■ **WHAT YOU ARE ASKED TO DO**:
In the listing that follows, find the line with "File history of", then copy exactly from it through the line with "y 30: x 22..24", leaving out every picture.

─── MATERIAL PROVIDED ───

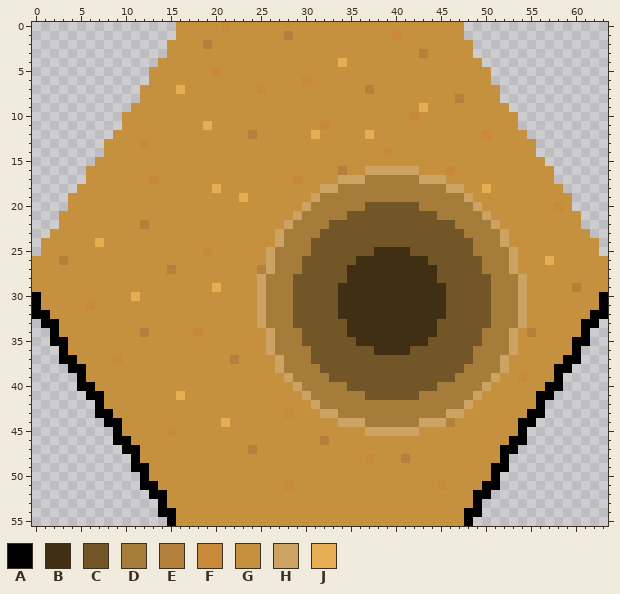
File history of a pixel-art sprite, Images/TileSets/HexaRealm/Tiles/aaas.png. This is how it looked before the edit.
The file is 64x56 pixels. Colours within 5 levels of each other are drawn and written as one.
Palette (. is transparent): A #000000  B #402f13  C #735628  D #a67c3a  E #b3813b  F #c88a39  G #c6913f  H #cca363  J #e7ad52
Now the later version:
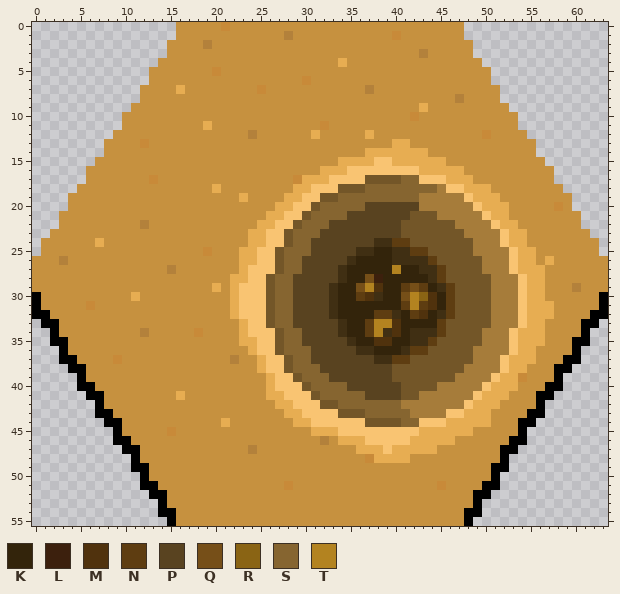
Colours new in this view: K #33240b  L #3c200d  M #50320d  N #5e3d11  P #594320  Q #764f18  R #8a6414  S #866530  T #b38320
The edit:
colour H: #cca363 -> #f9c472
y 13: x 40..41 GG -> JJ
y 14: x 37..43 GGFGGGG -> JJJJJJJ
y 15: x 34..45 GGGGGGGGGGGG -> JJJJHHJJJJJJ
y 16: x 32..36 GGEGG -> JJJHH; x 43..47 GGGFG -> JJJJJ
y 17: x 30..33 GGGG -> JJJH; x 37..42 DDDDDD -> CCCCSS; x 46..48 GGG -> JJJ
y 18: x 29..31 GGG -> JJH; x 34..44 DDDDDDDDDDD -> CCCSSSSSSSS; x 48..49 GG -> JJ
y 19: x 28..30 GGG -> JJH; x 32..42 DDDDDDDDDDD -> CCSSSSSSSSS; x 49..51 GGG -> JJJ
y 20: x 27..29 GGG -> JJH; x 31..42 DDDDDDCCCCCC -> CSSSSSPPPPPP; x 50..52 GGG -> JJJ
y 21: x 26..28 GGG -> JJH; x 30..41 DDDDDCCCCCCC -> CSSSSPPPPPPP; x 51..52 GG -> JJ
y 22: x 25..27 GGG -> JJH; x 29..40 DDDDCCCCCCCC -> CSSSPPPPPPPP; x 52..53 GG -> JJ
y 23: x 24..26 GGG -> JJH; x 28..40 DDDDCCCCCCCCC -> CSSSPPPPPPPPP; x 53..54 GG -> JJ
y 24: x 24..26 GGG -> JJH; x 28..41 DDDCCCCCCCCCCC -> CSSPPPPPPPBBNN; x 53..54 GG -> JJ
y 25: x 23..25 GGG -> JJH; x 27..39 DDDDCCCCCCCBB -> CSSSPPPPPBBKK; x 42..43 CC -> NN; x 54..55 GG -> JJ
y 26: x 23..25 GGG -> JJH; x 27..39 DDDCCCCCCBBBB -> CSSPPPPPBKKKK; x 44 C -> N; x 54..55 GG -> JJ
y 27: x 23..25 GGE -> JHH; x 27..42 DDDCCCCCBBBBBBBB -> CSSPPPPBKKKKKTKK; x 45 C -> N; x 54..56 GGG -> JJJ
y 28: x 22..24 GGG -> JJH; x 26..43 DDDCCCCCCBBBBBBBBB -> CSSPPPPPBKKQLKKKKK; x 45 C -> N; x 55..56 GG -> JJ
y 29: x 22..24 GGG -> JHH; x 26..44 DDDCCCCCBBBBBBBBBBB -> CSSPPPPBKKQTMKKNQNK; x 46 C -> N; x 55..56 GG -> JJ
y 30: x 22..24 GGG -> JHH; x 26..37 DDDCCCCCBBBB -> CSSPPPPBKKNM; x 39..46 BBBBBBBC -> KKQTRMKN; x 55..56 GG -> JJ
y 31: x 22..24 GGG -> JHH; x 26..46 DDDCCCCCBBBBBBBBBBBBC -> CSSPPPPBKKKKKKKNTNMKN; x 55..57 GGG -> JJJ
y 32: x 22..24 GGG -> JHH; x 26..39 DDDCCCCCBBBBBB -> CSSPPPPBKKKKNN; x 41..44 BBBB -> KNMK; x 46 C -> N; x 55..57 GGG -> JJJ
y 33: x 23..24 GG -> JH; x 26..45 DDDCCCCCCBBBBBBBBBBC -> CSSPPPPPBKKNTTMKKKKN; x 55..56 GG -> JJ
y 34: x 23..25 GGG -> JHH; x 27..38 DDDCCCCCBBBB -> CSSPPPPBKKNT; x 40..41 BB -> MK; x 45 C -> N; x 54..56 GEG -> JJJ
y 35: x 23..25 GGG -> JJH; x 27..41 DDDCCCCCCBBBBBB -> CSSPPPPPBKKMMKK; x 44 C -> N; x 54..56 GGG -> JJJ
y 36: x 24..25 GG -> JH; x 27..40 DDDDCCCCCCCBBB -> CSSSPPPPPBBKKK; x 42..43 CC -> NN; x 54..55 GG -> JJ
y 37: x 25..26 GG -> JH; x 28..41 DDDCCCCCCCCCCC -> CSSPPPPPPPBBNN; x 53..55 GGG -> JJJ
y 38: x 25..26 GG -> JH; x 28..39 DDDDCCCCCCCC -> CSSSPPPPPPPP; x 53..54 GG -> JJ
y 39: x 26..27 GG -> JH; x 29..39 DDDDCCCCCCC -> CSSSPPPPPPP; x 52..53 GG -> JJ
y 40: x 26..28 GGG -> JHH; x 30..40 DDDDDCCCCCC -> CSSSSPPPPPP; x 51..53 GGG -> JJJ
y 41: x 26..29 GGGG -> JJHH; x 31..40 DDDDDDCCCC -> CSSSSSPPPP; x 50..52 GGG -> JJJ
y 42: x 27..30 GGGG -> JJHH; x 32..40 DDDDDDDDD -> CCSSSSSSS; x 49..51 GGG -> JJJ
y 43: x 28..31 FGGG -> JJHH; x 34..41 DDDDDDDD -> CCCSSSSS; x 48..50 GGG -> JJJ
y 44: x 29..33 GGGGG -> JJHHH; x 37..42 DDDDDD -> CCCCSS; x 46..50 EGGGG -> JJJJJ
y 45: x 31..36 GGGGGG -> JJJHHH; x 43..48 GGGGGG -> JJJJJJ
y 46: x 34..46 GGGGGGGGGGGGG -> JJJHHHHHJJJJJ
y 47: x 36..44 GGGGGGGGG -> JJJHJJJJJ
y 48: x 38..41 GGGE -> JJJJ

───
─── MATERIAL PROVIDED ───

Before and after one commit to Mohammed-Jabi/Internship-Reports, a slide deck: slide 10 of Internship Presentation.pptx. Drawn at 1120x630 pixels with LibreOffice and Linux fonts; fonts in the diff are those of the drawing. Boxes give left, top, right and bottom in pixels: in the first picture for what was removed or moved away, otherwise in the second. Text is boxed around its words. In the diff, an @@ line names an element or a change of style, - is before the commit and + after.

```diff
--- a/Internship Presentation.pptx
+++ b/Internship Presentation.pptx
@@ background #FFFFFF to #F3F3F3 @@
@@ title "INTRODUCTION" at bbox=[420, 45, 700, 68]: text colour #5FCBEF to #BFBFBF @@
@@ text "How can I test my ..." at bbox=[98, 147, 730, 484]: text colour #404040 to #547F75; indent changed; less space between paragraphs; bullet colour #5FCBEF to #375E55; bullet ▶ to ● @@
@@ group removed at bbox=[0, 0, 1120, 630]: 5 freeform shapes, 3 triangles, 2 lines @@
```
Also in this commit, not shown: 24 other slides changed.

───

■ **OUTPUT OF THE TASK**:
File history of a pixel-art sprite, Images/TileSets/HexaRealm/Tiles/aaas.png. This is how it looked before the edit.
The file is 64x56 pixels. Colours within 5 levels of each other are drawn and written as one.
Palette (. is transparent): A #000000  B #402f13  C #735628  D #a67c3a  E #b3813b  F #c88a39  G #c6913f  H #cca363  J #e7ad52
Now the later version:
Colours new in this view: K #33240b  L #3c200d  M #50320d  N #5e3d11  P #594320  Q #764f18  R #8a6414  S #866530  T #b38320
The edit:
colour H: #cca363 -> #f9c472
y 13: x 40..41 GG -> JJ
y 14: x 37..43 GGFGGGG -> JJJJJJJ
y 15: x 34..45 GGGGGGGGGGGG -> JJJJHHJJJJJJ
y 16: x 32..36 GGEGG -> JJJHH; x 43..47 GGGFG -> JJJJJ
y 17: x 30..33 GGGG -> JJJH; x 37..42 DDDDDD -> CCCCSS; x 46..48 GGG -> JJJ
y 18: x 29..31 GGG -> JJH; x 34..44 DDDDDDDDDDD -> CCCSSSSSSSS; x 48..49 GG -> JJ
y 19: x 28..30 GGG -> JJH; x 32..42 DDDDDDDDDDD -> CCSSSSSSSSS; x 49..51 GGG -> JJJ
y 20: x 27..29 GGG -> JJH; x 31..42 DDDDDDCCCCCC -> CSSSSSPPPPPP; x 50..52 GGG -> JJJ
y 21: x 26..28 GGG -> JJH; x 30..41 DDDDDCCCCCCC -> CSSSSPPPPPPP; x 51..52 GG -> JJ
y 22: x 25..27 GGG -> JJH; x 29..40 DDDDCCCCCCCC -> CSSSPPPPPPPP; x 52..53 GG -> JJ
y 23: x 24..26 GGG -> JJH; x 28..40 DDDDCCCCCCCCC -> CSSSPPPPPPPPP; x 53..54 GG -> JJ
y 24: x 24..26 GGG -> JJH; x 28..41 DDDCCCCCCCCCCC -> CSSPPPPPPPBBNN; x 53..54 GG -> JJ
y 25: x 23..25 GGG -> JJH; x 27..39 DDDDCCCCCCCBB -> CSSSPPPPPBBKK; x 42..43 CC -> NN; x 54..55 GG -> JJ
y 26: x 23..25 GGG -> JJH; x 27..39 DDDCCCCCCBBBB -> CSSPPPPPBKKKK; x 44 C -> N; x 54..55 GG -> JJ
y 27: x 23..25 GGE -> JHH; x 27..42 DDDCCCCCBBBBBBBB -> CSSPPPPBKKKKKTKK; x 45 C -> N; x 54..56 GGG -> JJJ
y 28: x 22..24 GGG -> JJH; x 26..43 DDDCCCCCCBBBBBBBBB -> CSSPPPPPBKKQLKKKKK; x 45 C -> N; x 55..56 GG -> JJ
y 29: x 22..24 GGG -> JHH; x 26..44 DDDCCCCCBBBBBBBBBBB -> CSSPPPPBKKQTMKKNQNK; x 46 C -> N; x 55..56 GG -> JJ
y 30: x 22..24 GGG -> JHH; x 26..37 DDDCCCCCBBBB -> CSSPPPPBKKNM; x 39..46 BBBBBBBC -> KKQTRMKN; x 55..56 GG -> JJ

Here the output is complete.